Introduction
Binary search is known as the fastest search algorithm on a sorted array. Though it works pretty good in most cases, the performance under some special cases is not favorable. For example, when the size of each element is very big, and there are millions of elements. A single binary search execution need at least 20 times to locate an element. What is even worse, since the size of element is very big, the algorithm cannot utilize the cache to speed up the memory access. Therefore, how to speed up the binary search is the problem I want to talk here.
Simple Analysis
Here is a C implementation of binary search, from where we can understand how binary search shrink the size of range that covers the object value key.
1 | int BinSearch(int *arr,int len,int key){ |
As we can see, the binary search shrink the size of range in each iteration by calculating the value mid and divide the range into two equally sized subranges. Therefore, after split $ log_2(n) $ times, binary search can locate a certain element and it is very fast in practice. However, when the sorted data have some degree of features, the strategy that binary search employed to calculate the mid is too conservative.
Guided Binary Search
In this section, I want to optimize the binary search algorithm under the assumption that the data is near uniform. Actually, when the number of elements becomes larger and larger, the data tend to be uniform. The key idea is to estimate the position of the target element and shrink the range as much as possible. Since the speed of binary search is quite fast, the estimate should not be too complex. Here we use a simple but effective idea to estimate the position of the target element.

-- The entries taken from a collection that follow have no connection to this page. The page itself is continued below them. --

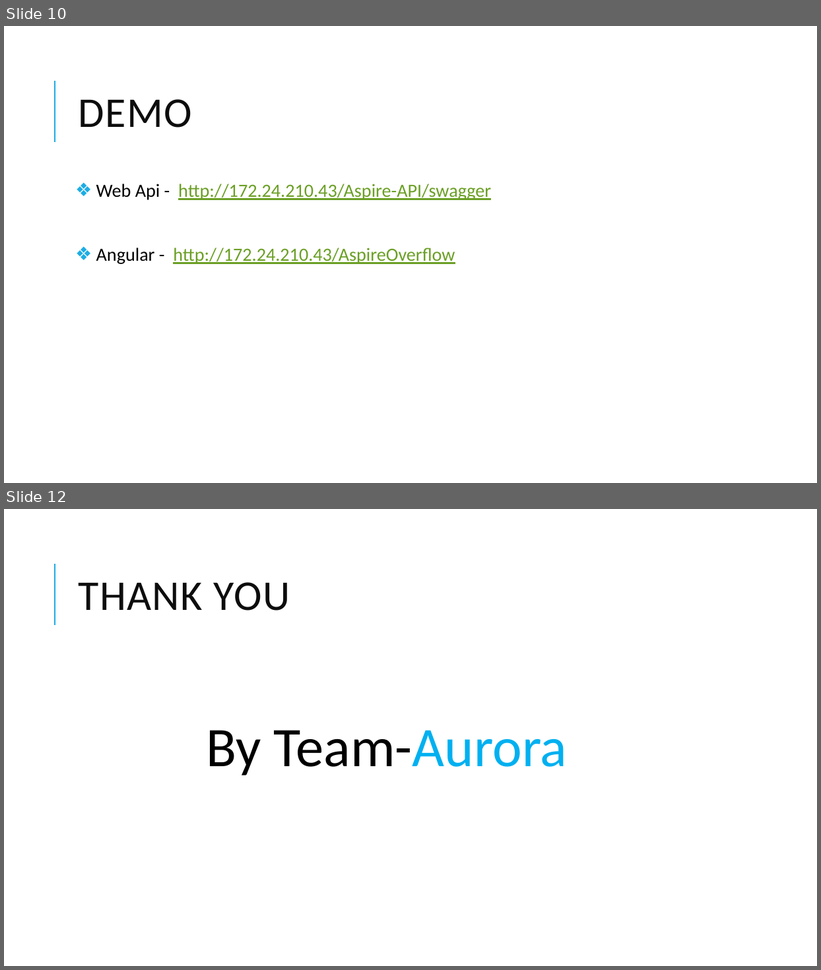
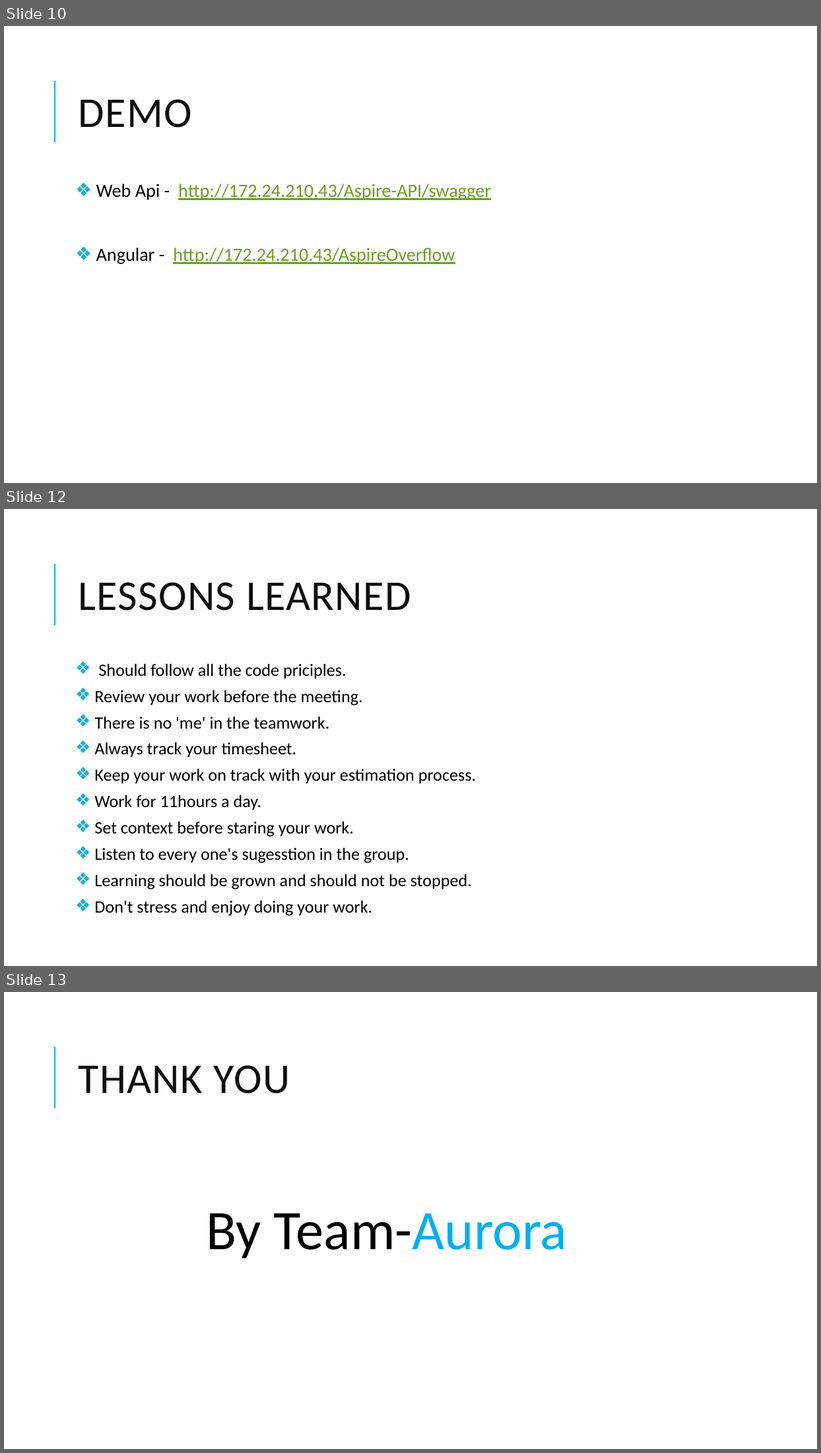
Before and after one commit to arvi9/ASPNet-WebAPI-Anngular-Project, a slide deck: Aurora/Demo/Aurora Demo.pptx. Shown one above the other, each under a label of ours: slides 10 and 12 before the commit, slides 10, 12 and 13 after it; the slides between them are not shown. The pictures are 821x970 and 821x1453 pixels, drawn with LibreOffice and Linux fonts; fonts in the diff are those of the drawing. Boxes give left, top, right and bottom in pixels: in the first picture for what was removed or moved away, otherwise in the second. Text is boxed around its words. In the diff, an @@ line names an element or a change of style, - is before the commit and + after.

```diff
--- a/Aurora/Demo/Aurora Demo.pptx
+++ b/Aurora/Demo/Aurora Demo.pptx
@@ slide 12 added at [4,509,817,966], background #FFFFFF; not listed: 1 template element that a slide beside it also shows @@
@@ title added at [79,582,411,611], 50 pt, text #0D0D0D @@
+LESSONS LEARNED
@@ text added at [94,663,476,916], 20.4 pt, text #000000 @@
+❖ Should follow all the code priciples.
+❖ Review your work before the meeting.
+❖ There is no 'me' in the teamwork.
+❖ Always track your timesheet.
+❖ Keep your work on track with your estimation process.
+❖ Work for 11hours a day.
+❖ Set context before staring your work.
+❖ Listen to every one's sugesstion in the group.
+❖ Learning should be grown and should not be stopped.
+❖ Don't stress and enjoy doing your work.
@@ what was slide 12 is now slide 13 @@
```
Also in this commit, not shown: 8 slides changed, 1 other slide added, 1 slide removed.

Suppose we have a sorted array which consists of $N$ elements $ \lbrace e_i | i=1..N \rbrace $. If we want to search an element $t$ in the sorted array, we can use a simple idea to estimate the position of this element. With the assumption that the data is near uniform. For any sorted array, we can assume that
$$ \frac{offset}{L} = \frac{target - min}{max - min} $$
where, $offset$ the distance between target value and minimum value (the first element), $L$ is the length of the array, $target$ is the element we want to search. Therefore, for the first estimation, we have $ L = N $, $max = e_N$, $min = e_1$ and $startPos = 0$. That is
$$ pos = offset +startPos = N \times \frac{t-e_1}{e_N - e_1} $$
Once we obtained the value $v$ of the element at $pos$, we can compare it with $t$, and we have:
- $t > v$ indicates that the $ pos $ is smaller than the real position $ pos_r $ and we should search the right part of the array
- $t < v$ indicates that the $ pos $ is bigger than the real position $ pos_r $ and we should search the left part of the array
- $t = v$ indicates that we find the value and we can directly return the position to caller.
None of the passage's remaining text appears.